CAS operation for the ABA problem is really a headache, Java provided AtomicStampedReferenceto avoid the ABA problem by adding references to the version number. Similarly, AtomicMarkableReferenceuse the boolean type to mark whether the node is deleted to solve the ABA problem.

to sum up

Non-blocking algorithms maintain thread safety through underlying concurrency primitives (such as CAS instead of locks).
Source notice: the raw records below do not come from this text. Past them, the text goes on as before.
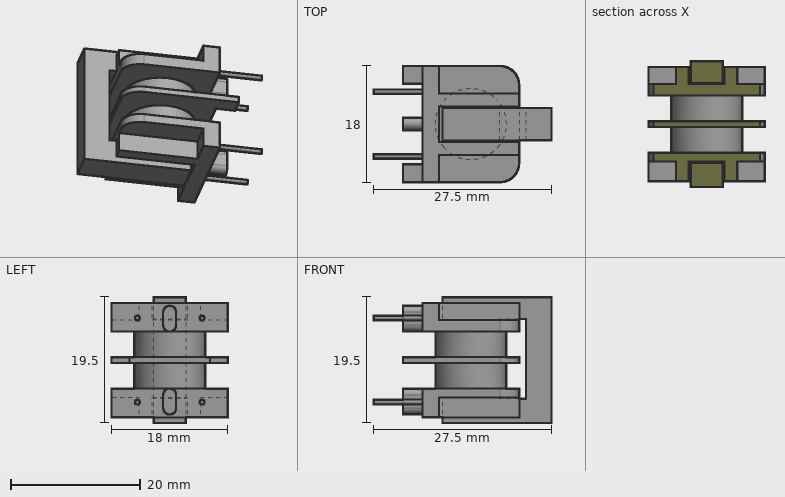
import cadquery as cq


bobbin_width = 18.0
bobbin_half_length = 7.5
corner_radius = 3.0
flange_inner_z = 4.4
flange_outer_z = 8.85
upper_plate_thickness = 1.8
lower_plate_thickness = 1.4
pin_block_thickness = 2.6
channel_width = 5.5
rail_thickness = 2.0
winding_radius = 5.5

divider_thickness = 0.95
projection_length = 3.0
ear_width = 2.8

post_width = 2.0
post_height = 4.0
pin_diameter = 0.75
pin_length = 7.5
pin_spacing = 10.0
pin_z = 6.5

core_width = 5.0
core_height = 19.5
core_end_x = 12.5
core_yoke_thickness = 4.0
core_channel_gap = 0.5
core_plate_gap = 0.15

block_x = -bobbin_half_length
channel_start_x = block_x + pin_block_thickness
core_start_x = channel_start_x + core_channel_gap


def box(x_range, y_range, z_range):
    """Axis-aligned box between the given limits."""
    size = [high - low for low, high in (x_range, y_range, z_range)]
    corner = (x_range[0], y_range[0], z_range[0])
    return cq.Workplane("XY").box(*size, centered=False).translate(corner)


def centred(width):
    """Limits of a span centred on zero."""
    return (-width / 2, width / 2)


def plate(z_range):
    """Flat plate with its two +X corners rounded."""
    blank = box(centred(2 * bobbin_half_length), centred(bobbin_width), z_range)
    return blank.edges("|Z and >X").fillet(corner_radius)


def flange(side, plate_thickness):
    """End flange on the upper (side = 1) or lower (side = -1) end of the bobbin."""

    def z_span(inner, outer):
        return tuple(sorted((side * inner, side * outer)))

    full_height = z_span(flange_inner_z, flange_outer_z)
    body = plate(z_span(flange_inner_z, flange_inner_z + plate_thickness))
    body = body.union(box((block_x, channel_start_x), centred(bobbin_width), full_height))

    rail_inner_y = channel_width / 2
    rail_outer_y = rail_inner_y + rail_thickness
    rail_x = (channel_start_x, bobbin_half_length)
    for rail_y in ((rail_inner_y, rail_outer_y), (-rail_outer_y, -rail_inner_y)):
        body = body.union(box(rail_x, rail_y, full_height))

    face = cq.Workplane("YZ", origin=(block_x, 0, 0))
    post_z = side * (flange_inner_z + post_height / 2)
    post = face.center(0, post_z).slot2D(post_height, post_width, 90).extrude(-projection_length)
    pin_places = [(y, side * pin_z) for y in centred(pin_spacing)]
    pins = face.pushPoints(pin_places).circle(pin_diameter / 2).extrude(-pin_length)
    return body.union(post).union(pins)


def divider():
    """Middle plate between the two winding chambers."""
    z_range = centred(divider_thickness)
    body = plate(z_range)
    ear_x = (block_x - projection_length, block_x)
    half_width = bobbin_width / 2
    for ear_y in ((half_width - ear_width, half_width), (-half_width, ear_width - half_width)):
        body = body.union(box(ear_x, ear_y, z_range))
    return body


def winding():
    """Solid winding cylinder between the two flanges."""
    base = cq.Workplane("XY").workplane(offset=-flange_inner_z)
    return base.circle(winding_radius).extrude(2 * flange_inner_z)


def core():
    """C-shaped core around the +X side, closed by a leg through the winding."""
    y_range = centred(core_width)
    window_top = flange_inner_z + upper_plate_thickness + core_plate_gap
    window_bottom = -(flange_inner_z + lower_plate_thickness + core_plate_gap)
    window_x = (-core_start_x, core_end_x - core_yoke_thickness)
    block = box((core_start_x, core_end_x), y_range, centred(core_height))
    return block.cut(box(window_x, y_range, (window_bottom, window_top)))


result = (
    winding()
    .union(divider())
    .union(flange(1, upper_plate_thickness))
    .union(flange(-1, lower_plate_thickness))
    .union(core())
)

These underlying primitives are exposed to the outside world through the atomic variable class.
Non-blocking algorithms are very difficult to design and implement, but they usually provide higher scalability. In the JVM upgrade process, the main improvement in concurrency performance comes from the use of non-blocking algorithms (in the JVM already in the platform library).